Commit Graph

924 Commits

Author SHA1 Message Date
Christophe Monniez
75e56d944a [IMP] runbot: use a separate method for git fetch command
At the end of the _update_git method, the "git fetch" command is run.
That makes it diffcult to override to change its behavior (for example
to avoid fetching pull requests).

With this commit, the command is separated in a new small method that
can be easily overriden.
2019-05-03 16:52:54 +02:00
Christophe Monniez
5dd889de3c [IMP] runbot: split branch creation and pending builds creation
When searching for new builds by parsing git refs, the new branches are
created as well as the pending builds in the same _find_new_commits
method.

With this commit, this behavior is splitted into two methods, that way,
it's now possible to create missing branches without creating new
builds. The closest_branch detection is enhanced because all the new
branches are created before the builds (separated loops).

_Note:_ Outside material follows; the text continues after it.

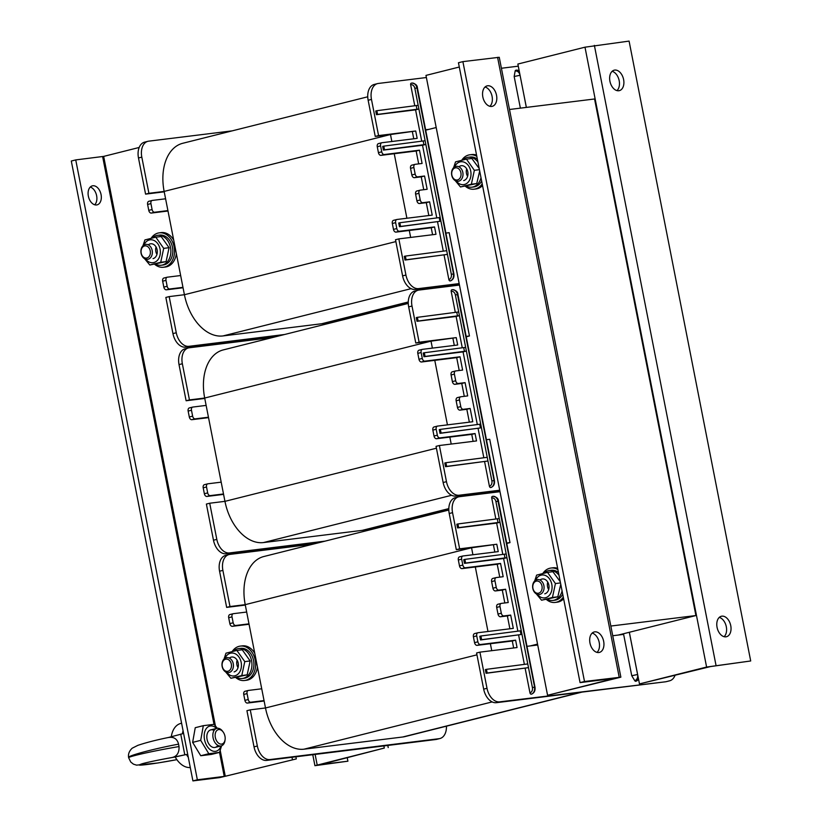 <?xml version="1.0" encoding="UTF-8"?>
<svg xmlns="http://www.w3.org/2000/svg" width="822" height="822" viewBox="0 0 822 822"><rect width="100%" height="100%" fill="white"/><g stroke="black" fill="none" stroke-linecap="round" stroke-linejoin="round"><path stroke-width="1.23" d="M445.894 233.078L449.182 232.677L469.454 335.982L466.238 336.794M226.399 343.195L226.184 342.137M486.429 439.708L489.727 439.297L509.989 542.612L506.784 543.414M266.934 549.826L266.729 548.767M436.194 127.533L425.704 130.164M618.247 635.057L695.915 615.544L594.563 98.979L509.496 109.49M695.915 615.544L610.838 626.045M530.262 645.928L537.537 644.099M396.718 219.536L393.697 220.296A3.011 1.963 75.9 0 0 393.543 220.327A3.011 1.963 75.9 0 0 392.32 223.492L393.481 229.4A3.011 1.963 75.9 0 0 396.019 232.112L431.211 227.766L432.578 234.722M409.294 230.468L410.661 237.435M381.665 142.792L378.644 143.552A3.011 1.963 75.9 0 0 378.49 143.583A3.011 1.963 75.9 0 0 377.267 146.748L378.428 152.656A3.011 1.963 75.9 0 0 380.956 155.358L416.158 151.012L418.675 163.886M394.241 153.724L406.9 218.241M420.001 190.211L416.98 190.971A3.011 1.963 75.9 0 0 416.826 191.002A3.011 1.963 75.9 0 0 415.603 194.167L416.908 200.804A3.011 1.963 75.9 0 0 419.446 203.517L426.289 202.674L428.817 215.539M414.935 164.379L411.914 165.14A3.011 1.963 75.9 0 0 411.76 165.171A3.011 1.963 75.9 0 0 410.538 168.335L411.843 174.973A3.011 1.963 75.9 0 0 414.38 177.686L421.224 176.843L423.741 189.707M232.215 130.852L148.7 141.168A15.073 9.813 75.9 0 0 147.919 141.312A15.073 9.813 75.9 0 0 141.816 157.136L148.905 193.293L164.143 191.413L165.592 198.79L152.306 200.424A3.011 1.963 75.9 0 0 152.152 200.455A3.011 1.963 75.9 0 0 150.94 203.62L152.091 209.528A3.011 1.963 75.9 0 0 154.628 212.24L167.914 210.596L180.655 275.534L167.369 277.178A3.011 1.963 75.9 0 0 167.215 277.209A3.011 1.963 75.9 0 0 165.993 280.364L167.154 286.272A3.011 1.963 75.9 0 0 169.681 288.984L182.967 287.34L184.416 294.718L169.178 296.598L176.268 332.766A15.073 9.813 75.9 0 0 188.947 346.319L284.576 334.503M408.267 302.136L324.063 323.303A45.827 29.828 -104.1 0 1 321.7 323.745L222.957 335.941A45.827 29.828 -104.1 0 1 184.416 294.718L395.875 241.586M426.382 77.525L378.356 83.454A15.073 9.813 75.9 0 0 377.575 83.597A15.073 9.813 75.9 0 0 371.472 99.421L378.572 135.579L375.243 136.421L390.481 134.531L391.847 141.497M167.914 210.596L165.592 198.79M182.967 287.34L180.655 275.534M378.572 135.579L415.716 130.996L390.481 134.531L164.143 191.413A45.827 29.828 -104.1 0 1 182.71 143.295L367.742 96.791M412.387 131.828L413.754 138.795M459.251 284.011L415.274 289.436A15.073 9.813 75.9 0 1 402.605 275.884L395.505 239.726L398.834 238.894L405.934 275.051A15.073 9.813 75.9 0 0 418.603 288.604L459.179 283.59M365.358 312.925A15.073 9.813 -104.1 0 1 365.369 314.199M520.377 108.144L514.171 76.508L515.137 71.093A1.51 0.976 -104.1 0 1 515.764 70.271A1.51 0.976 -104.1 0 1 515.836 70.25A6.031 4.562 -97 0 1 516.257 70.178L515.764 70.271M376.856 110.703L416.22 105.565L416.949 109.254L377.575 114.402L376.856 110.703L375.746 110.991L376.466 114.679L377.575 114.402M416.22 105.565L418.182 105.319L414.853 88.344A4.521 3.422 -97 0 0 410.651 84.758L414.771 105.75M383.802 146.131L423.176 140.983L423.895 144.672L384.532 149.82L383.802 146.131L382.692 146.408L383.422 150.097L384.532 149.82M423.176 140.983L425.128 140.737L418.901 109.007L416.949 109.254M399.841 222.752L439.205 217.604L439.934 221.303L400.561 226.44L399.841 222.752L398.732 223.029L399.451 226.718L400.561 226.44M399.451 226.718L439.934 221.303M405.38 256.084L404.27 256.361L404.989 260.05L447.425 254.388L406.099 259.773L405.38 256.084L446.706 250.7L425.858 144.436L423.895 144.672M439.205 217.604L440.181 217.491M444.096 255.221L448.874 279.572A4.521 3.422 -97 0 0 451.329 274.312L446.706 250.7M404.989 260.05L406.099 259.773M383.422 150.097L422.529 145.268L425.858 144.436L425.128 140.737M376.466 114.679L415.572 109.85L418.901 109.007L418.182 105.319M415.572 109.85L421.717 141.168M422.529 145.268L436.78 217.922M437.581 222.012L443.294 251.142M448.874 279.572A1.51 0.976 75.9 0 0 450.137 280.929L450.251 280.918A1.51 0.976 75.9 0 0 450.333 280.898A1.51 0.976 75.9 0 0 450.435 280.867M411.267 83.176L411.76 83.084A6.031 4.562 83 0 0 411.339 83.156A1.51 0.976 75.9 0 0 411.267 83.176A1.51 0.976 75.9 0 0 410.651 84.758M377.575 83.597L374.246 84.44A15.073 9.813 75.9 0 0 368.143 100.253L375.243 136.421M518.281 66.171L501.41 68.257M425.621 129.763L428.92 129.362M415.716 130.996L417.165 138.373L381.973 142.72A3.011 1.963 75.9 0 0 381.819 142.751A3.011 1.963 75.9 0 0 380.596 145.915L381.757 151.813A3.011 1.963 75.9 0 0 384.285 154.526L419.487 150.179L422.087 163.465L415.244 164.308A3.011 1.963 75.9 0 0 415.089 164.338A3.011 1.963 75.9 0 0 413.867 167.503L415.172 174.141A3.011 1.963 75.9 0 0 417.71 176.853L424.553 176.011L427.152 189.286L420.309 190.139A3.011 1.963 75.9 0 0 420.155 190.159A3.011 1.963 75.9 0 0 418.932 193.324L420.237 199.972A3.011 1.963 75.9 0 0 422.775 202.685L429.618 201.832L432.218 215.117L397.026 219.464A3.011 1.963 75.9 0 0 396.872 219.495A3.011 1.963 75.9 0 0 395.649 222.659L396.81 228.557A3.011 1.963 75.9 0 0 399.348 231.27L434.54 226.923L435.989 234.301L398.834 238.894M434.54 226.923L431.211 227.766M429.618 201.832L426.289 202.674M424.553 176.011L421.224 176.843M419.487 150.179L416.158 151.012M147.919 141.312L144.59 142.144A15.073 9.813 75.9 0 0 138.486 157.968L145.576 194.126L164.225 191.824M169.178 296.598L165.849 297.441L172.939 333.598A15.073 9.813 75.9 0 0 185.618 347.151L281.247 335.335M167.061 277.25L164.04 278.011A3.011 1.963 75.9 0 0 163.886 278.042A3.011 1.963 75.9 0 0 162.664 281.206L163.825 287.104A3.011 1.963 75.9 0 0 166.352 289.817L183.049 287.762M152.008 200.506L148.988 201.267A3.011 1.963 75.9 0 0 148.823 201.298A3.011 1.963 75.9 0 0 147.611 204.462L148.761 210.36A3.011 1.963 75.9 0 0 151.299 213.073L167.996 211.007M145.576 194.126L148.905 193.293M437.263 426.166L434.242 426.926A3.011 1.963 75.9 0 0 434.078 426.957A3.011 1.963 75.9 0 0 432.865 430.122L434.016 436.02A3.011 1.963 75.9 0 0 436.554 438.732L471.746 434.386L473.112 441.352M449.84 437.088L451.206 444.055M422.2 349.422L419.179 350.182A3.011 1.963 75.9 0 0 419.025 350.203A3.011 1.963 75.9 0 0 417.802 353.368L418.963 359.276A3.011 1.963 75.9 0 0 421.501 361.988L456.693 357.642L459.221 370.506M434.776 360.344L447.435 424.871M460.546 396.831L457.525 397.591A3.011 1.963 75.9 0 0 457.371 397.622A3.011 1.963 75.9 0 0 456.148 400.787L457.453 407.435A3.011 1.963 75.9 0 0 459.981 410.137L466.824 409.294L469.352 422.159M455.48 371.01L452.449 371.77A3.011 1.963 75.9 0 0 452.295 371.801A3.011 1.963 75.9 0 0 451.083 374.966L452.377 381.603A3.011 1.963 75.9 0 0 454.915 384.316L461.759 383.463L464.286 396.338M272.75 337.472L189.235 347.788A15.073 9.813 75.9 0 0 188.454 347.932A15.073 9.813 75.9 0 0 182.35 363.756L189.45 399.913L204.688 398.033L206.137 405.41L192.851 407.054A3.011 1.963 75.9 0 0 192.697 407.085A3.011 1.963 75.9 0 0 191.475 410.25L192.636 416.148A3.011 1.963 75.9 0 0 195.163 418.86L208.449 417.216L221.19 482.154L207.904 483.798A3.011 1.963 75.9 0 0 207.75 483.829A3.011 1.963 75.9 0 0 206.528 486.994L207.689 492.892A3.011 1.963 75.9 0 0 210.227 495.604L223.502 493.971L224.951 501.348L209.713 503.228L216.813 539.386A15.073 9.813 75.9 0 0 229.482 552.939L325.111 541.133M448.812 508.767L364.598 529.923A45.827 29.828 -104.1 0 1 362.235 530.365L263.492 542.561A45.827 29.828 -104.1 0 1 224.951 501.348L436.41 448.206M459.467 285.07L418.891 290.074A15.073 9.813 75.9 0 0 418.11 290.228A15.073 9.813 75.9 0 0 412.007 306.041L419.107 342.209L415.778 343.041L431.016 341.161L432.382 348.127M208.449 417.216L206.137 405.41M223.502 493.971L221.19 482.154M419.107 342.209L456.251 337.616L431.016 341.161L204.688 398.033A45.827 29.828 -104.1 0 1 223.245 349.915L408.277 303.421M452.932 338.448L454.299 345.415M499.797 490.631L455.809 496.067A15.073 9.813 75.9 0 1 443.14 482.514L436.05 446.356L439.38 445.514L446.469 481.671A15.073 9.813 75.9 0 0 459.138 495.224L499.714 490.22M405.904 519.545A15.073 9.813 -104.1 0 1 405.914 520.829M417.391 317.333L456.765 312.185L457.484 315.874L418.121 321.022L417.391 317.333L416.281 317.611L417.011 321.299L418.121 321.022M456.765 312.185L458.717 311.949L455.388 294.975A4.521 3.422 -97 0 0 451.186 291.378L455.306 312.381M424.337 352.751L463.711 347.603L464.44 351.302L425.066 356.44L424.337 352.751L423.227 353.028L423.957 356.717L425.066 356.44M463.711 347.603L465.663 347.367L459.436 315.638L457.484 315.874M440.376 429.382L479.75 424.234L480.469 427.923L441.095 433.071L440.376 429.382L439.267 429.659L439.996 433.348L441.095 433.071M439.996 433.348L480.469 427.923M445.914 462.704L444.805 462.981L445.524 466.68L487.96 461.008L446.634 466.393L445.914 462.704L487.241 457.32L466.393 351.056L464.44 351.302M479.75 424.234L480.726 424.111M484.631 461.841L489.409 486.203A4.521 3.422 -97 0 0 491.875 480.932L487.241 457.32M445.524 466.68L446.634 466.393M423.957 356.717L463.063 351.888L466.393 351.056L465.663 347.367M417.011 321.299L456.118 316.47L459.436 315.638L458.717 311.949M456.118 316.47L462.262 347.798M463.063 351.888L477.315 424.553M478.116 428.642L483.829 457.762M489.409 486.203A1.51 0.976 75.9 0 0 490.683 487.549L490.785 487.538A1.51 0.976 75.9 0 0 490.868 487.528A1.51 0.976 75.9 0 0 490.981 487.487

The find_new_commits method uses an optimized way to search for
existsing builds. Before this commit, a build search was performed for
each git reference, potentially a huge number.

With this commit, a raw sql query is performed to create a set of tuples
(branch_id, sha) which is enough to decide if a build already exists.

A test was added to verify that new refs leads to pending builds.

Also, a performance test was added but is skipped by default because it
needs an existing repo with 20000 branches in the database so it will
not work with an empty database. This test showed a gain of performance
from 8sec to 2sec when creating builds from new commits.

co-authored by @Xavier-Do
2019-05-03 10:34:49 +02:00
xmo-odoo
4206d75256
[IMP] runbot_merge: wait for (and log) repo update / staging visibility
The race condition which prompted STAGING_SLEEP rears its ugly head
again: when pushing a base repo and its dependents, it's possible for
the update to the base repo's new head to take much longer to be visible
than the dependents (or so it seems?).

In this case, CI might pick up the correct dependent but pick an older /
incorrect revision of the base, leading to a staging failing for no good
reason.

This change uses info/refs to check for the updated staging head to be
visible at the repo level after it's been set / updated via the API. It
assumes repos are in topological order.
2019-04-29 12:42:54 +02:00
Christophe Monniez
e5420f7a3a [FIX] runbot: add missing repo parameter 2019-04-25 21:51:01 +02:00
XavierDo
e323aa888d [IMP] runbot: add dependencies to build
Before this commit, dependencies (i.e. community commit to use when testing enterprise)
were computed at checkout, when the build was going from pending to testing state and
were not stored.

Since the duplicate detection was done at create, the get_closest_branch_name was called
in a loop for each posible duplicate candidate, then a last time at checkout. The main idea of this
pr is to store the build dependecies on build at create, making the duplicate detection
faster (especially when the build name is matching many indirect builds).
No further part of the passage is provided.